The California State Legislature this week approved a measure that would make the state the first to outlaw stealthing, the act of removing a condom during sex without a partner’s consent.
The bill, which was approved unanimously on Tuesday, awaits the signature of Gov. Gavin Newsom, a Democrat, who has until Oct. 10 to sign it into law. A spokesman for the governor said his office did not comment on pending bills.
If approved, the measure would amend the state’s civil definition of sexual battery and make stealthing a civil offense, meaning victims could sue their assailants for damages.
Assemblywoman Cristina Garcia of California, who sponsored the bill, said the measure would give victims another resource to hold assailants accountable. “It would also make it clear that this is not just amoral, but also illegal,” she said in an interview on Thursday.
Ms. Garcia, a Democrat, said that she had tried to pass legislation criminalizing stealthing since 2017, when a Yale University study brought widespread attention to it. But she ran into considerable opposition.
The bill that was approved this week that would make stealthing a civil offense “is a good first step,” Ms. Garcia said. She said she hoped it would lay the groundwork to eventually add stealthing to the state’s criminal code.
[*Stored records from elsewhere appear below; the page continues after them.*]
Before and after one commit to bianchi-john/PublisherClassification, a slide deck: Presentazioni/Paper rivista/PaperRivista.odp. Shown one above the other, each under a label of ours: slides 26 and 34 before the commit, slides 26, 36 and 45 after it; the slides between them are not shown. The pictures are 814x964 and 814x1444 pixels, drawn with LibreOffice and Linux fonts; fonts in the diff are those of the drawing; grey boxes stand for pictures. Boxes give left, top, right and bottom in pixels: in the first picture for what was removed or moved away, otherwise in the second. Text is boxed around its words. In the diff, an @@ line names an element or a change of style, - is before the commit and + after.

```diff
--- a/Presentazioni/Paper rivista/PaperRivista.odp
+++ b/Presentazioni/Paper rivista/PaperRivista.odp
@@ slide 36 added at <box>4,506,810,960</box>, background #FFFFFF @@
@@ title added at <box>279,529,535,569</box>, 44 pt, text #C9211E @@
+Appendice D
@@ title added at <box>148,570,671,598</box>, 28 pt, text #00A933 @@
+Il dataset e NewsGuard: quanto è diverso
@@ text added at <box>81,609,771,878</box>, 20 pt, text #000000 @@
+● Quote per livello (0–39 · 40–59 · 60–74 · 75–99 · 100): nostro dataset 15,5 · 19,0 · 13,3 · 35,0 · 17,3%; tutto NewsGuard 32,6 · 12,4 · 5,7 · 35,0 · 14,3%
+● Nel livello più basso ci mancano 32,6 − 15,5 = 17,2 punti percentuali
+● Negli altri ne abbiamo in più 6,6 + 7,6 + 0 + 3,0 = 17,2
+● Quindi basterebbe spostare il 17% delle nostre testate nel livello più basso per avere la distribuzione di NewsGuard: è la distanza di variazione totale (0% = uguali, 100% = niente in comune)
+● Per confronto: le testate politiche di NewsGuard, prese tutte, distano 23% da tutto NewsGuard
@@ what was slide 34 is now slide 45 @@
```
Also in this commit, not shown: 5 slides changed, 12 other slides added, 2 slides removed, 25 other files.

A study published in the National Library of Medicine in 2019 reported that 12 percent of women said that they had been a victim of stealthing. Another study that year found that 10 percent of men admitted to removing their condom during intercourse without their partner’s consent.
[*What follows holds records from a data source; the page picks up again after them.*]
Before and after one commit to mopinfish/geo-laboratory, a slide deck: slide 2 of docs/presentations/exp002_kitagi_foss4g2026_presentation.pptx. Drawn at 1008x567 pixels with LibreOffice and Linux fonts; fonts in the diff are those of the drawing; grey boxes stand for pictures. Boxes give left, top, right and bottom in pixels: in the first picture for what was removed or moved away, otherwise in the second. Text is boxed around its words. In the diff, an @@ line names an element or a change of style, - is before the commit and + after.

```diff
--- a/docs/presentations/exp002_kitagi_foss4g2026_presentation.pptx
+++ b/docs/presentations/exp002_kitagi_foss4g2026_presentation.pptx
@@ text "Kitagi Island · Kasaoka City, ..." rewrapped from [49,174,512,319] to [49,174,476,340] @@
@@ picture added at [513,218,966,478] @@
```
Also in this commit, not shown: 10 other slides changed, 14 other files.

Alexandra Brodsky, who wrote the 2017 Yale study and is the author of “Sexual Justice,” a book that addresses various forms of institutional response to sexual harassment and assault, said that the measure approved this week could bring “political and personal power” to victims. She said that it would remove any ambiguity surrounding stealthing — which tends to begin with the consensual act of sex — by defining it as illegal.
“Civil remedies are really underutilized,” Ms. Brodsky said, adding that the kinds of remedies civil lawsuits allow for are often more useful to victims.
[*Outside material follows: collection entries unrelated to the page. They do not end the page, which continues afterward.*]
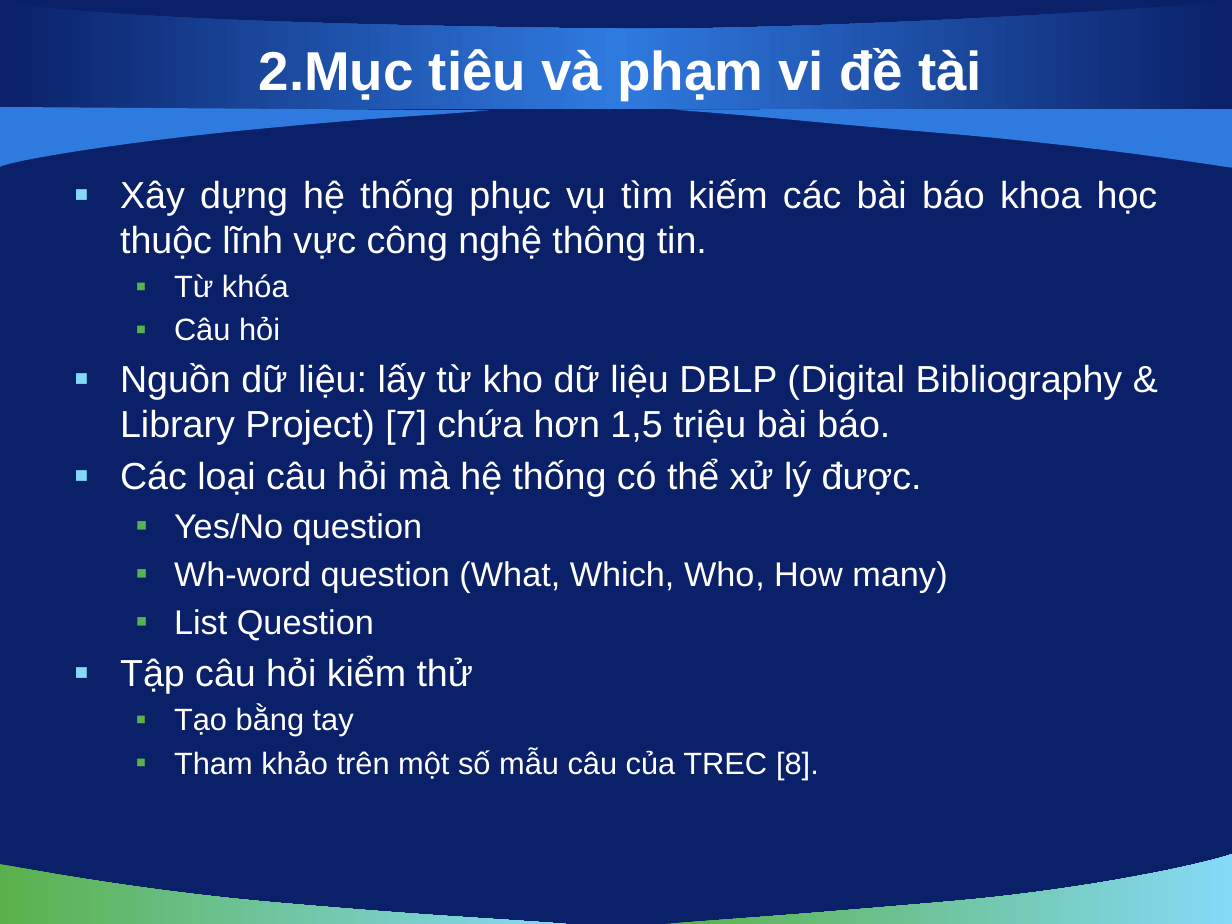
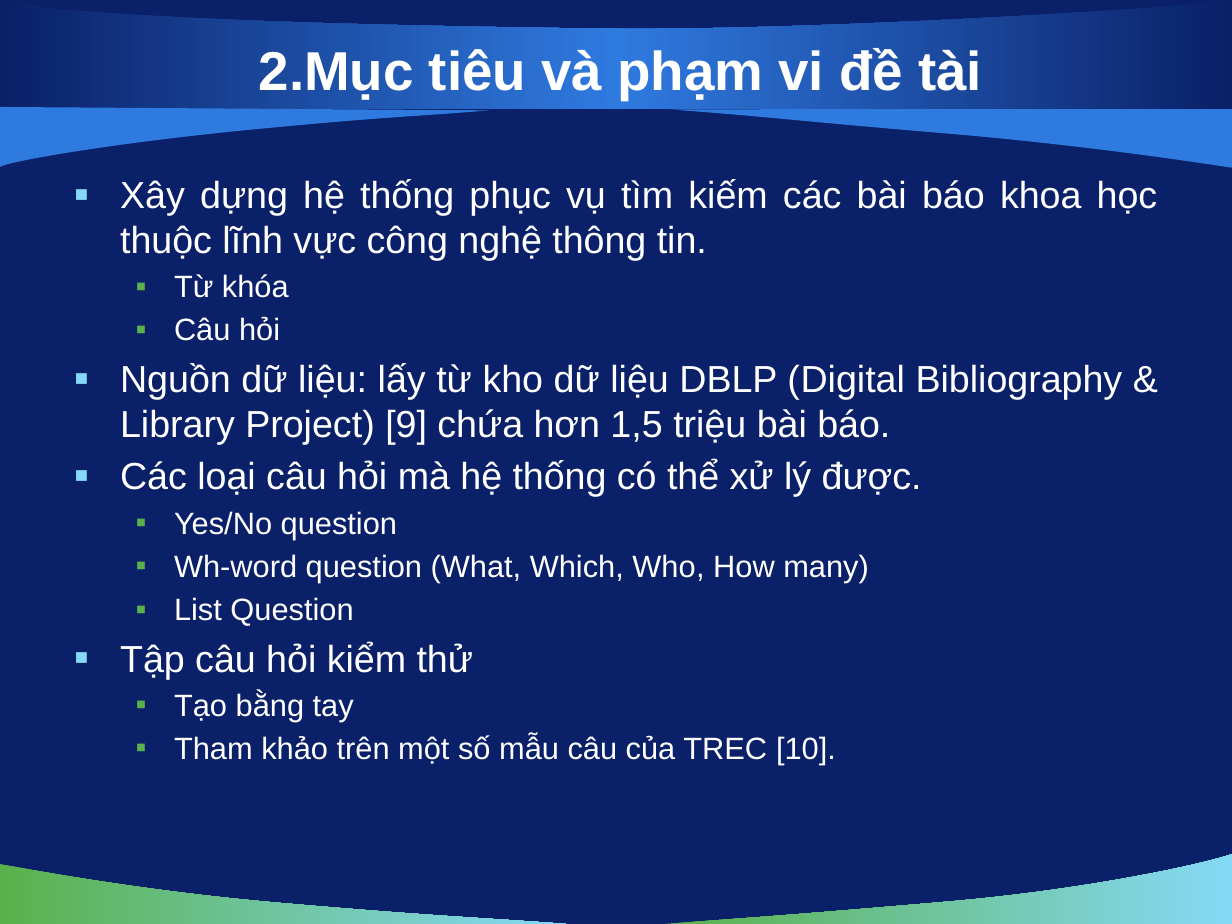
Before and after one commit to vuaviet/filnalproject, a slide deck: slide 4 of De Cuong/bao cao luan van/slide 1.0.pptx. Drawn at 1232x924 pixels with LibreOffice and Linux fonts; fonts in the diff are those of the drawing; background and template pictures are left out. Boxes give left, top, right and bottom in pixels: in the first picture for what was removed or moved away, otherwise in the second. Text is boxed around its words. In the diff, an @@ line names an element or a change of style, - is before the commit and + after.

```diff
--- a/De Cuong/bao cao luan van/slide 1.0.pptx
+++ b/De Cuong/bao cao luan van/slide 1.0.pptx
@@ text at [120, 363, 1123, 444]: text changed @@
-▪ Nguồn dữ liệu: lấy từ kho dữ liệu DBLP (Digital Bibliography & Library Project) [7] chứa hơn 1,5 triệu bài báo.
+▪ Nguồn dữ liệu: lấy từ kho dữ liệu DBLP (Digital Bibliography & Library Project) [9] chứa hơn 1,5 triệu bài báo.
@@ text at [174, 511, 869, 626]: size 20 to 18 pt in "Yes/No question", "Wh-word question (What, Which, Who, How many)", "List Question" @@
@@ text at [174, 735, 836, 765]: text changed @@
-  ▪ Tham khảo trên một số mẫu câu của TREC [8].
+  ▪ Tham khảo trên một số mẫu câu của TREC [10].
```
Also in this commit, not shown: 7 other slides changed, 2 slides added.

“There are many survivors who do not want to see the person who hurt them in prison and could really use help covering medical debt or could use help having the resources to see a therapist,” Ms. Brodsky said.
She noted that civil litigation also had a lower standard of evidence, which could make it easier for victims to prove their cases in court.
Similar bills on stealthing have been introduced in New York and in Wisconsin, but neither has passed. Ms. Garcia said she hoped that legislatures across the country would follow suit.
“It is a big week for victims,” she said. “It is a big week for discussions around these issues, and it is a big week to talk about consent.”